Distance from origin
Vector is of unit length if $\|x\|_2 = 1$
Reflections and rotations preserve the length

Interpretations of Inner Product

$x \cdot y$ gives a sense of the “angle” between the vectors
If $x \cdot y = 0$ then the vectors are orthogonal (at right angles)
- e.g., if $x = \begin{bmatrix} 1 & 0\end{bmatrix}^\top, y = \begin{bmatrix} 0 & 1\end{bmatrix}^\top$ then $x \cdot y = 0$
If $x$ and $y$ are of unit length and $x = y$, then $x \cdot y = 1$ (maximum similarity)

Matrices

\[ A = \begin{bmatrix} A_{11} & \ldots & A_{1m} \\ \vdots & \ddots & \vdots \\ A_{n1} & \ldots & A_{nm} \end{bmatrix} \in {\mathbb{R}}^{n \times m} \]

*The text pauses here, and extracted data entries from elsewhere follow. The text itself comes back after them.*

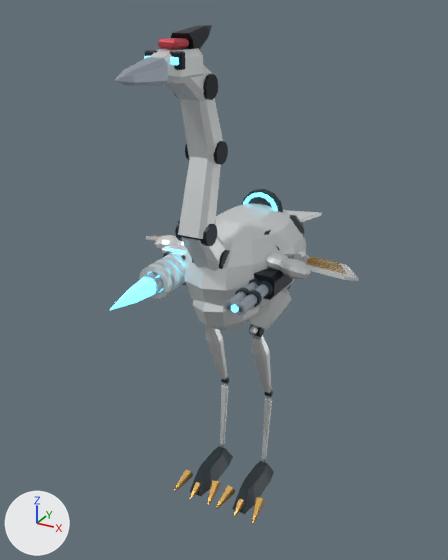
Before and after pictures for a commit that changed the glTF model public/assets/models/combat/t05.glb.
The view is the same before and after, from a camera (50 mm lens) standing at (3.27, -6.31, 6.16) and looking at (0.08, -0.51, 3.26). Lighting does not change. The marker at lower left points along +X, +Y and +Z. The older version comes first. Where no turn or scale is listed for an object, it has been applied to the vertices.
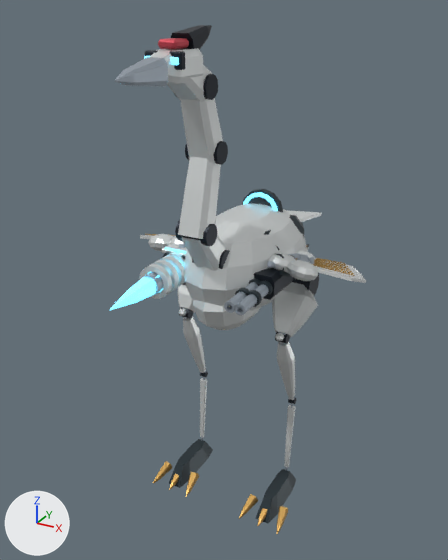
What the commit changed:
Mesh me_export_shoulder_l_shade is new.
It has 48 vertices, 96 faces and spans x -0.161..0.161, y -0.155..0.155, z -0.156..0.156.
It uses material mat_shade (dark blue #313d43).
Object 'Export_hip_l_armor' (ob_export_hip_l_armor) moves from (0.34, 0.34, 3.04) to (0.69, 0.34, 3.04).
Object 'Export_hip_l_dark' (ob_export_hip_l_dark) moves from (0.34, 0.34, 3.04) to (0.69, 0.34, 3.04).
Object 'Export_ankle_l_armor' (ob_export_ankle_l_armor) moves from (0.34, 0.29, 1.31) to (0.69, 0.29, 1.31).
Object 'Export_ankle_l_dark' (ob_export_ankle_l_dark) moves from (0.34, 0.29, 1.31) to (0.69, 0.29, 1.31).
Object 'Export_toe_l_brass' (ob_export_toe_l_brass) moves from (0.34, 0.2, 0.11) to (0.69, 0.2, 0.11).
Object 'Export_toe_l_shade' (ob_export_toe_l_shade) moves from (0.34, 0.2, 0.11) to (0.69, 0.2, 0.11).
Object 'Export_knee_l_armor' (ob_export_knee_l_armor) moves from (0.34, -0.14, 2.49) to (0.69, -0.14, 2.49).
Object 'Export_knee_l_dark' (ob_export_knee_l_dark) moves from (0.34, -0.14, 2.49) to (0.69, -0.14, 2.49).
Object 'Export_hip_r_armor' (ob_export_hip_r_armor) moves from (-0.34, 0.34, 3.04) to (-0.69, 0.34, 3.04).
Object 'Export_hip_r_steel' (ob_export_hip_r_steel) moves from (-0.34, 0.34, 3.04) to (-0.69, 0.34, 3.04).
Object 'Export_ankle_r_armor' (ob_export_ankle_r_armor) moves from (-0.34, 0.29, 1.31) to (-0.69, 0.29, 1.31).
Object 'Export_ankle_r_dark' (ob_export_ankle_r_dark) moves from (-0.34, 0.29, 1.31) to (-0.69, 0.29, 1.31).
Object 'Export_toe_r_brass' (ob_export_toe_r_brass) moves from (-0.34, 0.2, 0.11) to (-0.69, 0.2, 0.11).
Object 'Export_toe_r_shade' (ob_export_toe_r_shade) moves from (-0.34, 0.2, 0.11) to (-0.69, 0.2, 0.11).
Object 'Export_knee_r_armor' (ob_export_knee_r_armor) moves from (-0.34, -0.14, 2.49) to (-0.69, -0.14, 2.49).
Object 'Export_knee_r_dark' (ob_export_knee_r_dark) moves from (-0.34, -0.14, 2.49) to (-0.69, -0.14, 2.49).
Object 'Export_light_muzzle_glow' (ob_export_light_muzzle_glow) is deleted.
Object 'Export_elbow_l_armor' (ob_export_elbow_l_armor) moves from (0.59, 0.4, 3.28) to (0.68, 0.4, 3.28).
Object 'Export_elbow_l_brass' (ob_export_elbow_l_brass) moves from (0.59, 0.4, 3.28) to (0.68, 0.4, 3.28).
Object 'Export_wrist_l_armor' (ob_export_wrist_l_armor) moves from (0.84, -0.25, 3.42) to (0.93, -0.25, 3.42).
Object 'Export_shoulder_l_armor' (ob_export_shoulder_l_armor) moves from (0.58, -0.18, 3.44) to (0.67, -0.18, 3.44).
Object 'Export_elbow_r_armor' (ob_export_elbow_r_armor) moves from (-0.59, 0.4, 3.28) to (-0.68, 0.4, 3.28).
Object 'Export_wrist_r_armor' (ob_export_wrist_r_armor) moves from (-0.84, -0.25, 3.42) to (-0.93, -0.25, 3.42).
Object 'Export_shoulder_l_shade' (ob_export_shoulder_l_shade) is new; it shows me_export_shoulder_l_shade.
Its location is (0.67, -0.18, 3.44).

What differs and where, as boxes (x1, y1, x2, y2) in the pictures (448 x 560 px):
'Export_hip_l_armor', moved: before (249, 289, 292, 331); after (272, 282, 318, 337)
'Export_toe_l_shade', moved: before (232, 461, 274, 514); after (255, 469, 296, 523)
'Export_toe_r_shade', moved: before (190, 446, 233, 496); after (169, 439, 213, 488)
'Export_knee_l_armor', moved: before (249, 326, 271, 393); after (276, 333, 295, 400)
'Export_knee_r_armor', moved: before (206, 326, 227, 380); after (178, 308, 206, 373)
'Export_toe_l_brass', moved: before (216, 485, 264, 524); after (239, 494, 288, 534)
'Export_toe_r_brass', moved: before (173, 469, 220, 506); after (153, 461, 199, 497)
'Export_ankle_l_armor', moved: before (262, 398, 272, 460); after (284, 405, 295, 468)
'Export_ankle_r_armor', moved: before (220, 385, 228, 445); after (200, 378, 207, 438)
'Export_wrist_l_armor', moved: before (279, 258, 311, 280); after (287, 247, 318, 281)
'Export_elbow_l_armor', moved: before (297, 251, 359, 281); after (297, 250, 366, 283)
'Export_shoulder_l_armor', moved: before (265, 252, 289, 270); after (269, 253, 295, 273)
'Export_elbow_l_brass', moved: before (306, 257, 347, 274); after (313, 258, 355, 276)
'Export_wrist_r_armor', moved: before (154, 235, 178, 251); after (148, 234, 173, 251)
'Export_hip_r_armor', moved (not visible before): after (178, 284, 195, 313)
'Export_hip_l_dark', moved (not visible before): after (292, 273, 319, 295)
'Export_knee_l_dark', moved: before (249, 325, 264, 337); after (275, 332, 290, 343)
'Export_shoulder_l_shade', added: after (276, 254, 296, 277)
'Export_elbow_r_armor', moved (mostly hidden): before (146, 236, 159, 241); after (140, 235, 153, 239)
'Export_ankle_l_dark', moved: before (265, 391, 273, 397); after (288, 398, 296, 404)
'Export_ankle_r_dark', moved: before (221, 378, 229, 384); after (200, 372, 208, 377)
'Export_knee_r_dark', moved (not visible before): after (179, 308, 193, 318)
'Export_light_muzzle_glow', deleted: before (231, 304, 239, 313)

$A_{ij}$ denotes the element in row $i$ and column $j$

Matrix Transpose

Definition: $(A^\top)_{ij} = A_{ji}$
Turns rows into columns and vice versa

\[ \begin{bmatrix}1 & 2 & 3 \\ 0 & -6 & 7 \end{bmatrix}^\top = \begin{bmatrix}1 & 0 \\ 2 & -6 \\ 3 & 7 \end{bmatrix} \]

Note: $(A^\top)^\top = A$

Matrix Addition/Subtraction

Definition: $(A + B)_{ij} = A_{ij} + B_{ij}$ (elementwise)
Requires same dimensions

Properties:

Commutativity: $A + B = B + A$
Associativity: $(A + B) + C = A + (B + C)$
$(A + B)^\top = A^\top + B^\top$

Matrix Multiplication

For $A \in {\mathbb{R}}^{n \times m}$ and $B \in {\mathbb{R}}^{m \times p}$, the product $C = AB \in {\mathbb{R}}^{n \times p}$:

The inner dimensions ($m$ and $m$) must match
Each element: $C_{ik} = \sum_{j=1}^{m} A_{ij}B_{jk}$

Example:

\[ \begin{bmatrix} a_{11} & a_{12} \\ a_{21} & a_{22} \end{bmatrix} \begin{bmatrix} b_{11} & b_{12} \\ b_{21} & b_{22} \end{bmatrix} = \begin{bmatrix} a_{11}b_{11} + a_{12}b_{21} & a_{11}b_{12} + a_{12}b_{22} \\ a_{21}b_{11}+a_{22}b_{21} & a_{21}b_{12}+a_{22}b_{22} \end{bmatrix} \]

Properties:

$(AB)^\top = B^\top A^\top$
Associativity: $(AB)C = A(BC)$
Distributivity: $(A+B)C = AC + BC$ and $C(A+B) = CA + CB$
Scalar commutativity: $\alpha A = A \alpha$
NOT commutative: $AB \neq BA$ in general

Non-commutativity example:

\[ \begin{bmatrix}1 & 2 \\ 3 & 4 \end{bmatrix} \begin{bmatrix}0 & 1 \\ 0 & 0 \end{bmatrix} = \begin{bmatrix}0 & 1 \\ 0 & 3 \end{bmatrix} \quad \text{but} \quad \begin{bmatrix}0 & 1 \\ 0 & 0 \end{bmatrix} \begin{bmatrix}1 & 2 \\ 3 & 4 \end{bmatrix} = \begin{bmatrix}3 & 4 \\ 0 & 0 \end{bmatrix} \]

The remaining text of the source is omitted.